Pyongyang teste les limites du G20

Ne m'oubliez pas… si je vous fais peur, c'est donc que j'existe ! » A peine le sommet du G20 prenait-il fin à Séoul, que le régime de Pyongyang semblait vouloir en célébrer à sa manière les limites.
C'est ainsi qu'il faut interpréter « les actes de guerre », les bombardements sur une île sudcoréenne, commis par la Corée du Nord la semaine dernière. Cette action isolée ne devrait pas préfigurer une véritable escalade entre les deux Corées. Elle n'en traduit pas moins une des faiblesses récurrentes de la gouvernance mondiale. Entre l'Amérique, qui n'est plus ce qu'elle était, et la Chine, qui n'est pas encore ce qu'elle deviendra, il y a comme un hiatus, « une zone grise » dont profitent avec une forme de machiavélisme primaire les dirigeants nord-coréens.
Le régime de Pyongyang peut être caricatural ; il n'est pas irrationnel. Il achète sa survie à coups de provocations répétées. Il finance sa folie par la peur qu'il suscite d'actions plus folles encore. Dans son comportement, la Corée du Nord s'apparente davantage à une secte baroque, paranoïaque et rusée qu'à toute autre forme de régime sur la planète. C'est sa force - qui veut provoquer le diable ? -, c'est aussi sa faiblesse. Combien de temps la « famille Kim » peut-elle rester au pouvoir ? Sa chute entraînera de manière quasi automatique la disparition de la Corée du Nord au sein d'une Corée réunifiée. La tension entre les deux Corées préfigure ce que pourrait devenir notre monde, si le nouveau désordre international débouchait sur le chaos. Et elle intervient dans une zone géographique particulièrement sensible et à un moment particulièrement délicat.
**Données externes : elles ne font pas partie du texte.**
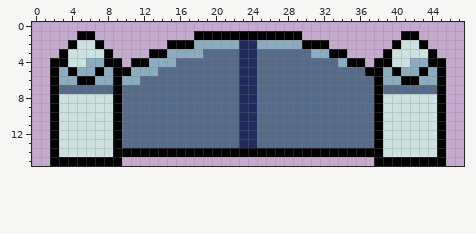
Two states of a pixel-art sprite, Fable-Libris-GMTKJam24/Fable-Libris-GMTK24/Assets/Placeholder Sprites/Gate.png. That is the earlier state.
The file is 48x16 pixels.
And afterwards:
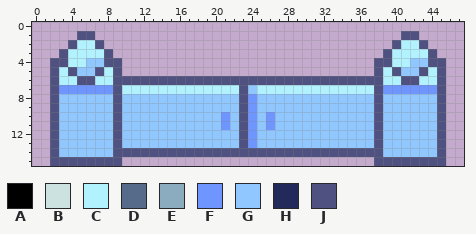
Palette (. is transparent): A #000000  B #cce2e1  C #b2f2ff  D #566a89  E #8babbf  F #6f96ff  G #91c7ff  H #222a5c  J #4f5180
Changes in this commit:
Changed rows in their new state; - is an unchanged pixel.
first column x 2:
 1 ---JJ-----------............-----------JJ---
 2 --JCCJ-------..................-------JCCJ--
 3 -JCCCCJ----......................----JCCCCJ-
 4 JJCCGGJJ-..........................-JJCCGGJJ
 5 JCJGGJCJ............................JCJGGJCJ
 6 JCCJJCCJJJJJJJJJJJJJJJJJJJJJJJJJJJJJJCCJJCCJ
 7 JFFFFFFJCCCCCCCCCCCCCJGCCCCCCCCCCCCCJFFFFFFJ
 8 JGGGGGGJGGGGGGGGGGGGGJFGGGGGGGGGGGGGJGGGGGGJ
 9 JGGGGGGJGGGGGGGGGGGGGJFGGGGGGGGGGGGGJGGGGGGJ
10 JGGGGGGJGGGGGGGGGGGFGJFGFGGGGGGGGGGGJGGGGGGJ
11 JGGGGGGJGGGGGGGGGGGFGJFGFGGGGGGGGGGGJGGGGGGJ
12 JGGGGGGJGGGGGGGGGGGGGJFGGGGGGGGGGGGGJGGGGGGJ
13 JGGGGGGJGGGGGGGGGGGGGJFGGGGGGGGGGGGGJGGGGGGJ
14 JGGGGGGJJJJJJJJJJJJJJJJJJJJJJJJJJJJJJGGGGGGJ
15 JJJJJJJJ----------------------------JJJJJJJJ
Changed places in both pictures, as pixel boxes (x1, y1, x2, y2):
changed: (50, 31, 446, 166)

La Corée du Nord n'est-elle pas le principal, sinon le seul, allié de la Chine dans la région ? Et ce « chien fou » aux portes de la Chine - pour utiliser la formule d'un blogueur chinois -n'est-il pas aussi la démonstration des limites de l'influence régionale et internationale de Pékin ?
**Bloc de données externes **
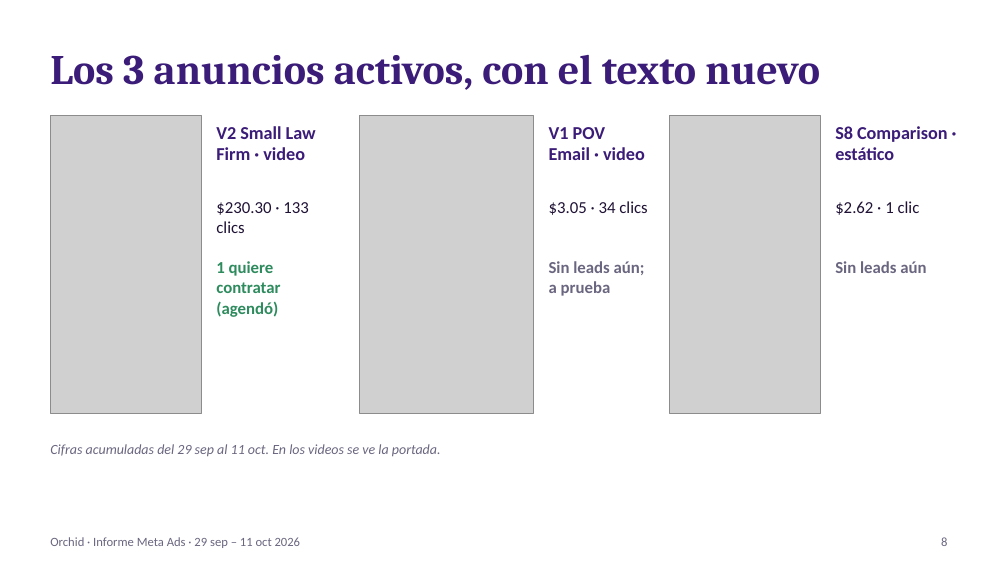
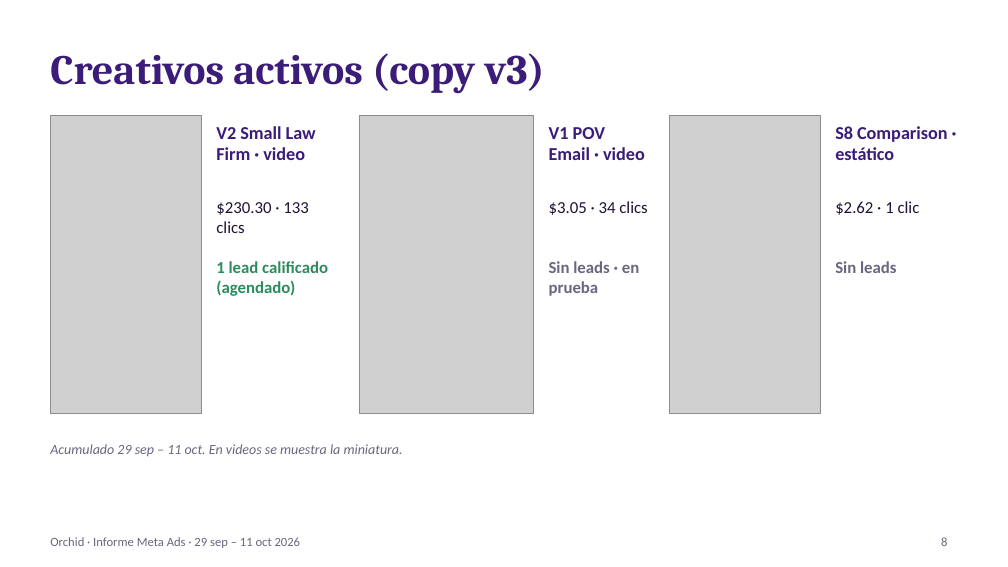
Before and after one commit to manlizard-sys/MetaADS2026, a slide deck: slide 8 of build/reports/informes/Informe_Meta_Ads_Orchid_2026-10-12.pptx. Drawn at 1008x567 pixels with LibreOffice and Linux fonts; fonts in the diff are those of the drawing; grey boxes stand for pictures. Boxes give left, top, right and bottom in pixels: in the first picture for what was removed or moved away, otherwise in the second. Text is boxed around its words. In the diff, an @@ line names an element or a change of style, - is before the commit and + after.

```diff
--- a/build/reports/informes/Informe_Meta_Ads_Orchid_2026-10-12.pptx
+++ b/build/reports/informes/Informe_Meta_Ads_Orchid_2026-10-12.pptx
@@ title at (x1=50, y1=53, x2=545, y2=94): text changed @@
-Los 3 anuncios activos, con el texto nuevo
+Creativos activos (copy v3)
@@ text at (x1=216, y1=261, x2=328, y2=296): text changed @@
-1 quiere contratar (agendó)
+1 lead calificado (agendado)
@@ text at (x1=549, y1=261, x2=639, y2=296): text changed @@
-Sin leads aún; a prueba
+Sin leads · en prueba
@@ text at (x1=835, y1=261, x2=897, y2=273): text changed @@
-Sin leads aún
+Sin leads
@@ text at (x1=50, y1=444, x2=403, y2=456): text changed @@
-Cifras acumuladas del 29 sep al 11 oct. En los videos se ve la portada.
+Acumulado 29 sep – 11 oct. En videos se muestra la miniatura.
```
Also in this commit, not shown: 11 other slides changed, 1 other file.

Le prix Nobel d'économie américain Thomas Schelling, qui enseignait au MIT, avait souligné dans un ouvrage paru en 1960, « La Stratégie du conflit », la capacité de négociation du très faible par rapport au très fort. Si le premier était prêt à mettre dans la balance « son suicide » et si le second n'était pas disposé à accepter le risque pour lui-même de la disparition de l'autre, le faible pouvait faire chanter le fort. La réflexion de Thomas Schelling s'applique parfaitement aux relations entre Pékin et Pyongyang aujourd'hui.
Il serait en effet simpliste d'affirmer que, face aux provocations répétées du régime nordcoréen, il y aurait une puissance qui voudrait agir mais n'en a plus les moyens, les Etats-Unis, et une puissance qui pourrait agir mais ne le souhaite pas, la Chine. Pékin a certes un objectif stratégique qui l'emporte sur toute autre considération : éviter l'éclatement de la Corée du Nord et un afflux massif de population vers la Chine. Une réunification de la Corée placerait aussi les troupes américaines présentes en Corée aux frontières de la Chine.
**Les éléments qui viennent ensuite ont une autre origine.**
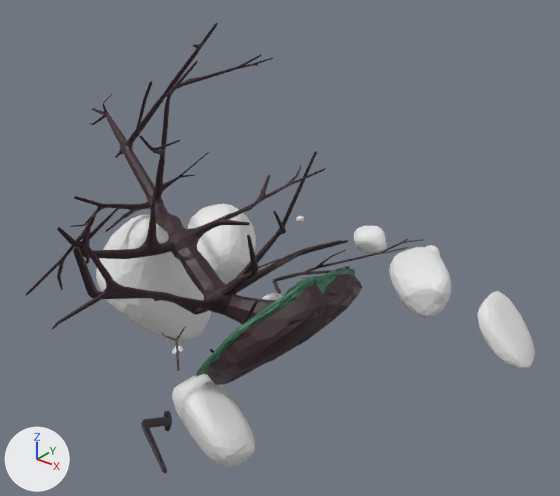
Renders of the glTF model asset_src/models/fallenTree.glb from each side of a commit.
Both versions are drawn from a 50 mm lens placed at (22.2, -21.2, 19.2), pointed at (4.2, 1.3, 5.2). Arrows for +X, +Y and +Z are at lower left; the lights stay in place. Where no turn or scale is listed for an object, it has been applied to the vertices.

The scene before the commit, as lines of its bpy script (objects in view):
```python
ob_cube_024 = bpy.data.objects.new('Cube.024', me_cube_015)
ob_cube_024.location = (7.46, -0.34, 2.16)
ob_cube_031 = bpy.data.objects.new('Cube.031', me_rock1_002)
ob_cube_031.location = (9.22, 4.02, 4.26)
ob_cube_031.rotation_euler = (1.559, -0.386, 0.507)  # degrees (89, -22, 29)
ob_cube_031.scale = (0.541, 0.541, 1.1)
ob_tree1_021 = bpy.data.objects.new('tree1.021', me_cube_014)
ob_tree1_021.location = (5.2, 0.37, 2.77)
ob_tree1_023 = bpy.data.objects.new('tree1.023', me_cube_017)
ob_tree1_023.location = (2.17, -4.26, -1.59)
ob_tree1_026 = bpy.data.objects.new('tree1.026', me_cube_020)
ob_tree1_026.location = (-0.28, -5.72, 6.28)
ob_tree1_030 = bpy.data.objects.new('tree1.030', me_cube_025)
ob_tree1_030.location = (3.89, 4.05, 2.88)
# also in view: 'Cube.035' at (-4.6, 7.0, 0.6); 'Cube.034' at (14.3, 0.9, 5.4); 'Cube.025' at (-2.6, 0.4, 1.9); 'Cube.032' at (5.3, 6.5, 4.0); 'Cube.030' at (4.4, -3.4, -0.6)
```
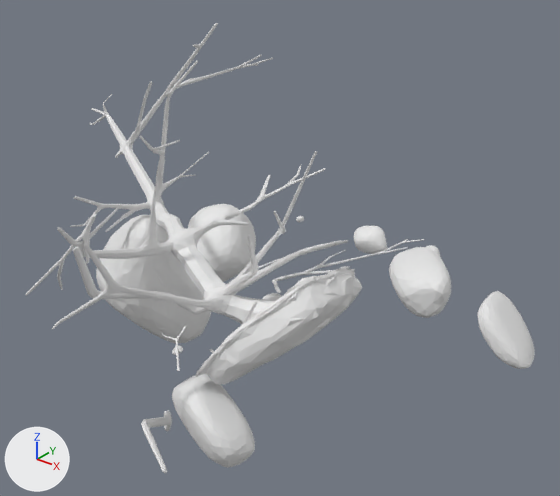
Where the change shows, as pixel boxes [x1, y1, x2, y2] in the pictures (560 x 496 px):
'tree1.021', recoloured (black to white)
    both: [52, 23, 348, 329]
'Cube.024', recoloured
    both: [196, 266, 362, 385]
'tree1.023', recoloured (black to white)
    both: [141, 411, 172, 473]
'tree1.030', recoloured
    both: [272, 239, 424, 293]
'tree1.026', recoloured (black to grey)
    both: [26, 214, 97, 295]

The edits, one by one:
me_cube_015 has 278 vertices, 552 faces and spans x -3.7..0.38, y -3.35..4.4, z -1.38..3.43.
me_cube_015 no longer uses material mat_material (picture img_palette).
me_cube_014 has 2216 vertices, 4422 faces and spans x -14.1..1.0, y -8.7..7.5, z -1.4..10.6.
me_cube_014 no longer uses material mat_material (picture img_palette).
me_cube_017 has 96 vertices, 188 faces and spans x -1.39..2.59, y -2.1..1.8, z -1.72..1.01.
me_cube_017 no longer uses material mat_material (picture img_palette).
me_cube_020 has 135 vertices, 266 faces and spans x -1.98..1.04, y -1.52..0.76, z -2.54..1.64.
me_cube_020 no longer uses material mat_material (picture img_palette).
me_cube_025 has 324 vertices, 644 faces and spans x -2.59..3.76, y -1.99..3.21, z -1.5..1.71.
me_cube_025 no longer uses material mat_material (picture img_palette).
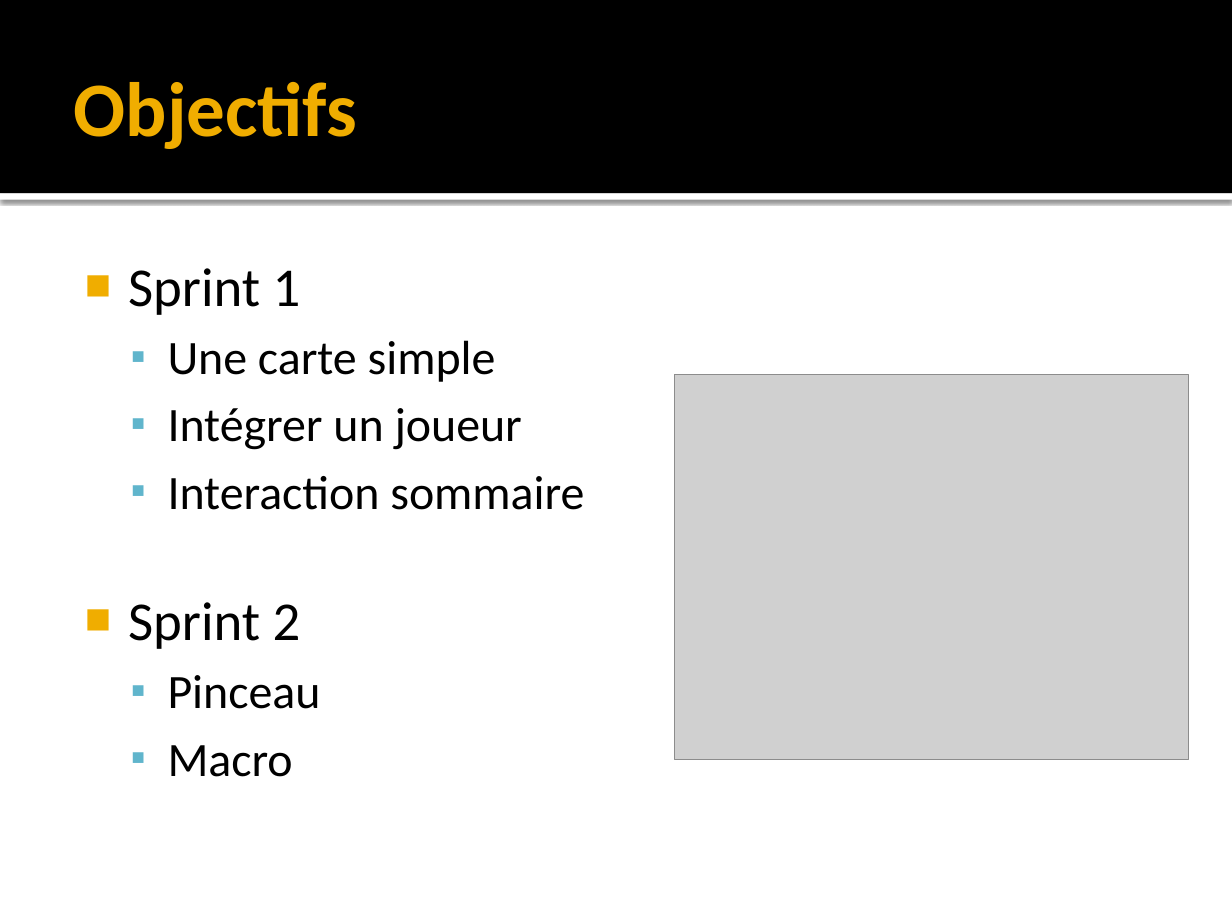
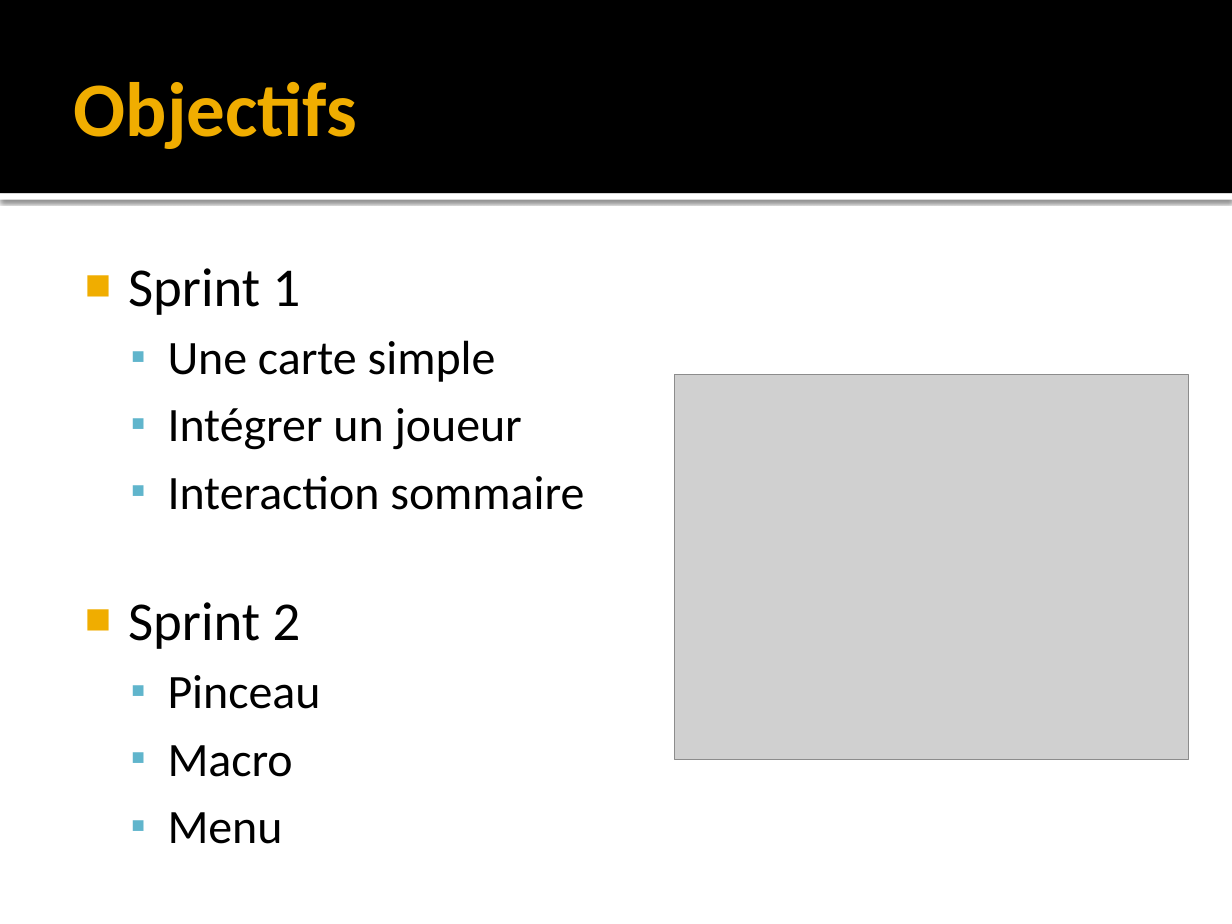
Before and after one commit to Louspirit/MiniCraft, a slide deck: slide 3 of doc/Presentation_Minicraft.pptx. Drawn at 1232x924 pixels with LibreOffice and Linux fonts; fonts in the diff are those of the drawing; grey boxes stand for pictures. Boxes give left, top, right and bottom in pixels: in the first picture for what was removed or moved away, otherwise in the second. Text is boxed around its words. In the diff, an @@ line names an element or a change of style, - is before the commit and + after.

```diff
--- a/doc/Presentation_Minicraft.pptx
+++ b/doc/Presentation_Minicraft.pptx
@@ text at box(168, 812, 283, 844): paragraph added @@
+  ▪ Menu
```
Also in this commit, not shown: 3 other slides changed, 2 slides added.

Jusqu'à présent, la Chine n'a pas su (pas voulu) trouver de réponse au dilemme posé par Schelling. Pékin critique du bout des lèvres le comportement des dirigeants de Pyongyang, au risque d'apparaître irresponsable aux yeux de la communauté internationale. Elle nourrit ainsi une méfiance qui ne fait que grandir à son encontre dans l'ensemble du continent asiatique. Trop active en mer de Chine, trop passive à l'égard de la Corée du Nord, la Chine peine à trouver un comportement diplomatique à la hauteur de son nouveau statut international. En réalité, elle place aussi l'Amérique devant ses contradictions et lui demande par ses hésitations ce qu'elle attend vraiment de la Chine.
Les manoeuvres navales conjointes décidées par Washington et Séoul au lendemain des provocations de Pyongyang constituent le « minimum » indispensable. Comment l'Amérique serait-elle crédible aux regards de l'ensemble des nations asiatiques qui lui demandent de rester un facteur d'équilibre face à la Chine si elle ne faisait pas preuve de calme, de fermeté et de lucidité dans la crise actuelle ?
S'il y a un jour peut-être un G2 dans le monde, la Corée du Nord aura certainement contribué à sa naissance.